Collected data:
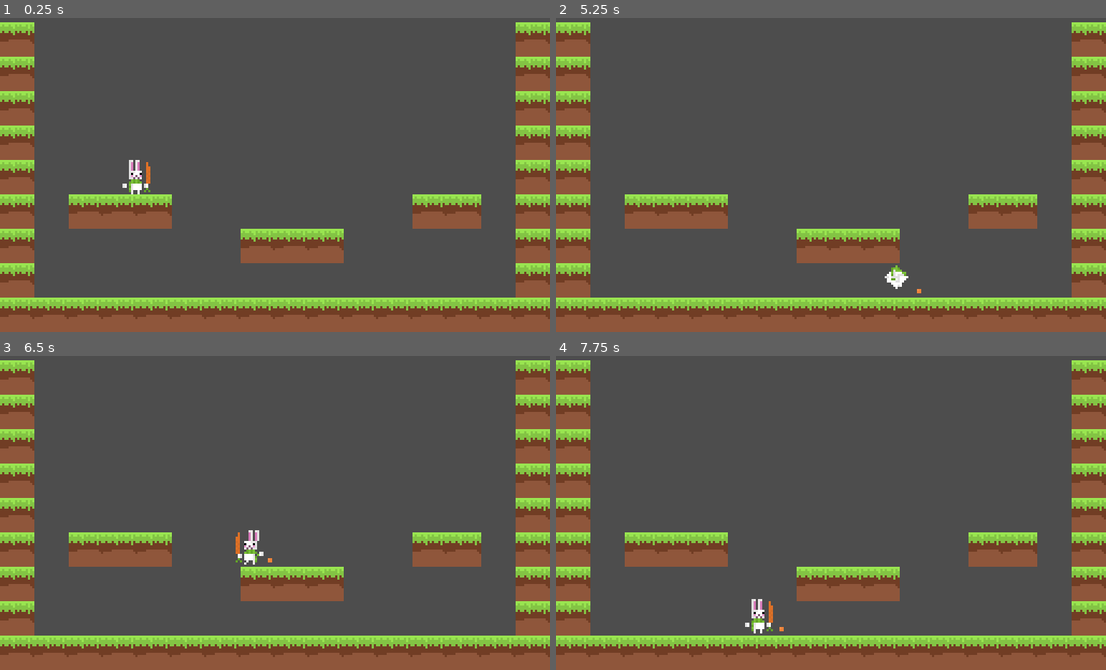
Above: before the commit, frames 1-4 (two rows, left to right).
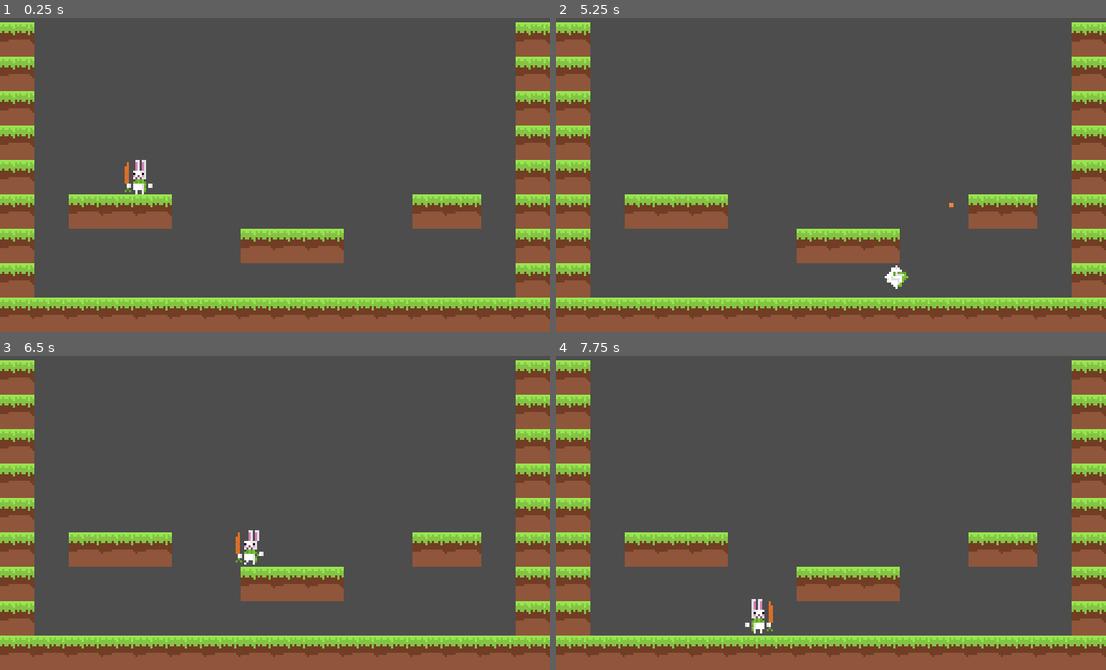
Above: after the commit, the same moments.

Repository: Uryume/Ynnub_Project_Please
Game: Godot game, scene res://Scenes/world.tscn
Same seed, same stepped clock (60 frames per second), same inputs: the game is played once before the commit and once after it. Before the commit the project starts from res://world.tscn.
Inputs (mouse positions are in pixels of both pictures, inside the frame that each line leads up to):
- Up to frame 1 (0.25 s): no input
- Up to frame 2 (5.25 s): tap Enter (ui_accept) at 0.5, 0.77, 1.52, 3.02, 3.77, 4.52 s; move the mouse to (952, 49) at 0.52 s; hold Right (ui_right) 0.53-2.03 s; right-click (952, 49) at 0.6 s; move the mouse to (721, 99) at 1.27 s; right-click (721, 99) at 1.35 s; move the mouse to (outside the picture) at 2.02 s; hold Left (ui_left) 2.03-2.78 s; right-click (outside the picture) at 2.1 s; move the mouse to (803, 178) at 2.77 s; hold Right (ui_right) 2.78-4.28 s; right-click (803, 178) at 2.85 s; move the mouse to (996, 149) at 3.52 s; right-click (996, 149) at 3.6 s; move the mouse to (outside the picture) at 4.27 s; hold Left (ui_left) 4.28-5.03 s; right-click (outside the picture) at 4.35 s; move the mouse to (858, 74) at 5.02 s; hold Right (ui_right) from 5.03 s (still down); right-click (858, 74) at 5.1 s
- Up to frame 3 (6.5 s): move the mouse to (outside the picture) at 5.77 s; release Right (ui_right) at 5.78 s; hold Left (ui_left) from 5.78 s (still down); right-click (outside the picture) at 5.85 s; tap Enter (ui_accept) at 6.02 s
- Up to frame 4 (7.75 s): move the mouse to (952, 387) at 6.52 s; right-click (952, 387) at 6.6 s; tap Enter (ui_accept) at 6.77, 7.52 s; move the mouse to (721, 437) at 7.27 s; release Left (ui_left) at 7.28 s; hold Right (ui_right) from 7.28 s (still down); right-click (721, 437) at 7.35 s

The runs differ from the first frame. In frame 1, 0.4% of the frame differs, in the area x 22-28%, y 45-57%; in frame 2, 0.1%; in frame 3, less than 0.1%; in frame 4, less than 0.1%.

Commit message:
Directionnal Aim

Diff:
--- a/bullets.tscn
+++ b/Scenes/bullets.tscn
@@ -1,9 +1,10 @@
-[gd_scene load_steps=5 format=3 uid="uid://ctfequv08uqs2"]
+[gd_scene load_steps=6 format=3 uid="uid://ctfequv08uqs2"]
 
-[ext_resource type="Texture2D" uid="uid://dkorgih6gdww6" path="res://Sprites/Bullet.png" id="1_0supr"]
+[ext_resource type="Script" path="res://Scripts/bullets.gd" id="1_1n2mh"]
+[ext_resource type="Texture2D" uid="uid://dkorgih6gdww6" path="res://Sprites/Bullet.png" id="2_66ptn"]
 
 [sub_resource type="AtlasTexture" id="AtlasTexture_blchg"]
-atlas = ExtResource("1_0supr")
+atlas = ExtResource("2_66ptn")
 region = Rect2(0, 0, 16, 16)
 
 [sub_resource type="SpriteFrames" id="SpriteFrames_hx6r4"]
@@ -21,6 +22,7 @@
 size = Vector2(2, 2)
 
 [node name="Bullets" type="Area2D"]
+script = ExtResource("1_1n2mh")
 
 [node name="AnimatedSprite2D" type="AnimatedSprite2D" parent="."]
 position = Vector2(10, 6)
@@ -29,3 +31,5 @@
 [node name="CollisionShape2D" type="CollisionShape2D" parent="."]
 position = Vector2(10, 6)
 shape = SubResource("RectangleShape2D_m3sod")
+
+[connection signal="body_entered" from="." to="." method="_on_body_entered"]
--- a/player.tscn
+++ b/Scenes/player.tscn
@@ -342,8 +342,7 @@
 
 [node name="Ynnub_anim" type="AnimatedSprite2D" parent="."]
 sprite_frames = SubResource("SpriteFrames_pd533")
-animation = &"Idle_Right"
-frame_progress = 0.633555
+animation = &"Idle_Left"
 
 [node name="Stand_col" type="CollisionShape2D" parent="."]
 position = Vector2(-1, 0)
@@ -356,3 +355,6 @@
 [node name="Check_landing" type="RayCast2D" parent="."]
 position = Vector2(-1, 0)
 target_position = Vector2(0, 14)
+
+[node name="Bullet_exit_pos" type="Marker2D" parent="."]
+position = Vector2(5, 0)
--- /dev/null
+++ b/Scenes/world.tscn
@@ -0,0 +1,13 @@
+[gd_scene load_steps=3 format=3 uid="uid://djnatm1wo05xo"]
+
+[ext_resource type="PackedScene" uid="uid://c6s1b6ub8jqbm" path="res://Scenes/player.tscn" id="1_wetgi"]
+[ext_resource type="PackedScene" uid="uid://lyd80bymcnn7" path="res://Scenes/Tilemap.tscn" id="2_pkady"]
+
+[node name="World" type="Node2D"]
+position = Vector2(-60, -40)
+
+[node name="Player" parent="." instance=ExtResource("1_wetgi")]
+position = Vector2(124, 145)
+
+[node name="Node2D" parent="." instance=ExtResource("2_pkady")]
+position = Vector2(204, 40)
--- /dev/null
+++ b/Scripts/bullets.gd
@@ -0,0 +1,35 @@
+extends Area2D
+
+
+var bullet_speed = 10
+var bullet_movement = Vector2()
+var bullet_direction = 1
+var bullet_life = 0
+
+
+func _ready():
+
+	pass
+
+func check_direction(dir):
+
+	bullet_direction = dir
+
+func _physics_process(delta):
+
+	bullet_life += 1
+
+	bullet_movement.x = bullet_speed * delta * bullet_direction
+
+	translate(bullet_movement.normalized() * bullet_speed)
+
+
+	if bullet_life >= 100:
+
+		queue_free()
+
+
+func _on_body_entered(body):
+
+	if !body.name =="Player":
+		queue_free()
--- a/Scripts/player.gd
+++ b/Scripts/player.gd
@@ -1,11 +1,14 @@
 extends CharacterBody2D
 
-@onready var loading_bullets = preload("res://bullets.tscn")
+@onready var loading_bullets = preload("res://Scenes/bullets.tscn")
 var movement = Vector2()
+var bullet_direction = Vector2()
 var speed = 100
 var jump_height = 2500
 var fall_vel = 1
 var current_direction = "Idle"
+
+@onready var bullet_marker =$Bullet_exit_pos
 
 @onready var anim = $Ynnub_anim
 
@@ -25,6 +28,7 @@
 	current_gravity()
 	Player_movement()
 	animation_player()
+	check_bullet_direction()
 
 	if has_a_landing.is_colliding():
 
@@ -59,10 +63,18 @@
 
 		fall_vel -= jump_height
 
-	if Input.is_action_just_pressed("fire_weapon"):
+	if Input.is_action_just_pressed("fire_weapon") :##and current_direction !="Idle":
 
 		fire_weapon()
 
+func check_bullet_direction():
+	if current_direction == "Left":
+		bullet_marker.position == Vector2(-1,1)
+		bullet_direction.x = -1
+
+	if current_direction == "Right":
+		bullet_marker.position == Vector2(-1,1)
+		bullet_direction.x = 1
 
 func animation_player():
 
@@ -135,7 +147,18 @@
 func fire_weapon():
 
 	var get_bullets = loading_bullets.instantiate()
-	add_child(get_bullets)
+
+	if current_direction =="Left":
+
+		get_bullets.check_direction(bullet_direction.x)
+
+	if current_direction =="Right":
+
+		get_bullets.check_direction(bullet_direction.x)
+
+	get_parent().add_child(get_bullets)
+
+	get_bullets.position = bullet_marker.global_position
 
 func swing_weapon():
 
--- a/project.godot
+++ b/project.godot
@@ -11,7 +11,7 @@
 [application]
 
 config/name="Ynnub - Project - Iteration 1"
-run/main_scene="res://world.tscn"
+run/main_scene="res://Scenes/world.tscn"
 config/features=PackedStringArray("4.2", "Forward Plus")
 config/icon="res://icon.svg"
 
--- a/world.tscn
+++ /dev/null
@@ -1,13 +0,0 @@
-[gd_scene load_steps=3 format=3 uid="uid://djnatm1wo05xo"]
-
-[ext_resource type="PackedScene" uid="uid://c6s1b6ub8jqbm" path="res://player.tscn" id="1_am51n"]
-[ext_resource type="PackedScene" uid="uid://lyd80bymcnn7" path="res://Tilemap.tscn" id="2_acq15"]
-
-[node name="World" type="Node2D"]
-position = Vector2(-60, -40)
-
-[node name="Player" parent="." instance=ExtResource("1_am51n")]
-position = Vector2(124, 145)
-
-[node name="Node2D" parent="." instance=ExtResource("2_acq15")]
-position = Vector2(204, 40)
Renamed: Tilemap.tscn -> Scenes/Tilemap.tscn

---

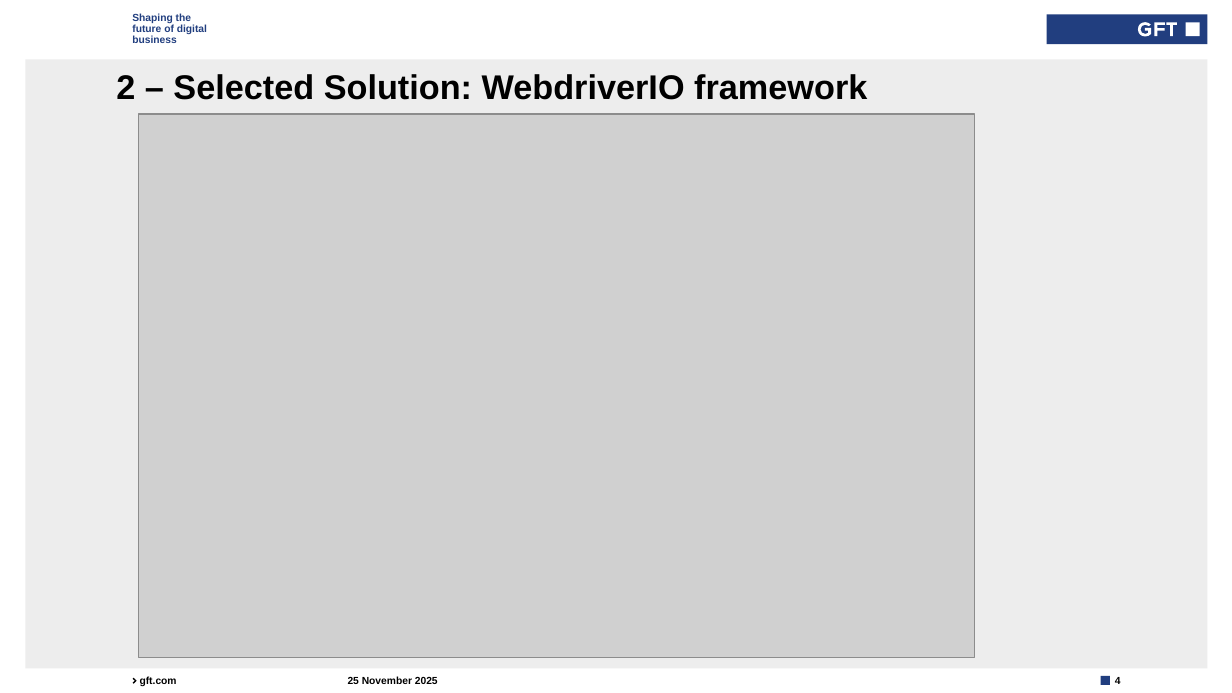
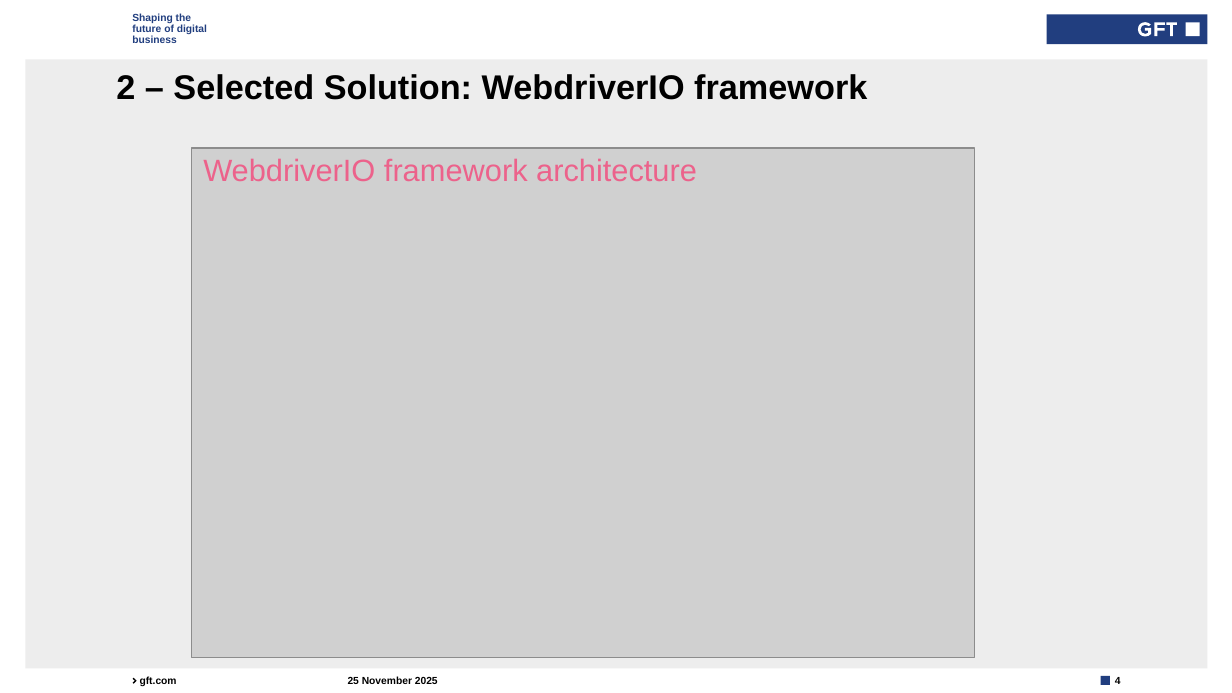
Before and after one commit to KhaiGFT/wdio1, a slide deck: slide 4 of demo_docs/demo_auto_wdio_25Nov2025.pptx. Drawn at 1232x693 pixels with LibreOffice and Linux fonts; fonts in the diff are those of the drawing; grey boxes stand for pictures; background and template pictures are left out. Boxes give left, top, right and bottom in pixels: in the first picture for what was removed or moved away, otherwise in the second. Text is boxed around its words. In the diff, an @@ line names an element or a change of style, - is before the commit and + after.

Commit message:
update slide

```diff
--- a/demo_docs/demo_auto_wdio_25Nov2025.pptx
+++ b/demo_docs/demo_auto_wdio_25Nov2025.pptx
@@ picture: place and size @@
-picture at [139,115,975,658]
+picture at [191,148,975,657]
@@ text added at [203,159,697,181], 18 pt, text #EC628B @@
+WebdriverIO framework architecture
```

=== Task directions ===
Starting at the line containing "Above: before the" and finishing at the line containing "- Up to frame 2", return those lines exactly as they appear above, without the pictures.

=== Result of this exercise ===
Above: before the commit, frames 1-4 (two rows, left to right).
Above: after the commit, the same moments.

Repository: Uryume/Ynnub_Project_Please
Game: Godot game, scene res://Scenes/world.tscn
Same seed, same stepped clock (60 frames per second), same inputs: the game is played once before the commit and once after it. Before the commit the project starts from res://world.tscn.
Inputs (mouse positions are in pixels of both pictures, inside the frame that each line leads up to):
- Up to frame 1 (0.25 s): no input
- Up to frame 2 (5.25 s): tap Enter (ui_accept) at 0.5, 0.77, 1.52, 3.02, 3.77, 4.52 s; move the mouse to (952, 49) at 0.52 s; hold Right (ui_right) 0.53-2.03 s; right-click (952, 49) at 0.6 s; move the mouse to (721, 99) at 1.27 s; right-click (721, 99) at 1.35 s; move the mouse to (outside the picture) at 2.02 s; hold Left (ui_left) 2.03-2.78 s; right-click (outside the picture) at 2.1 s; move the mouse to (803, 178) at 2.77 s; hold Right (ui_right) 2.78-4.28 s; right-click (803, 178) at 2.85 s; move the mouse to (996, 149) at 3.52 s; right-click (996, 149) at 3.6 s; move the mouse to (outside the picture) at 4.27 s; hold Left (ui_left) 4.28-5.03 s; right-click (outside the picture) at 4.35 s; move the mouse to (858, 74) at 5.02 s; hold Right (ui_right) from 5.03 s (still down); right-click (858, 74) at 5.1 s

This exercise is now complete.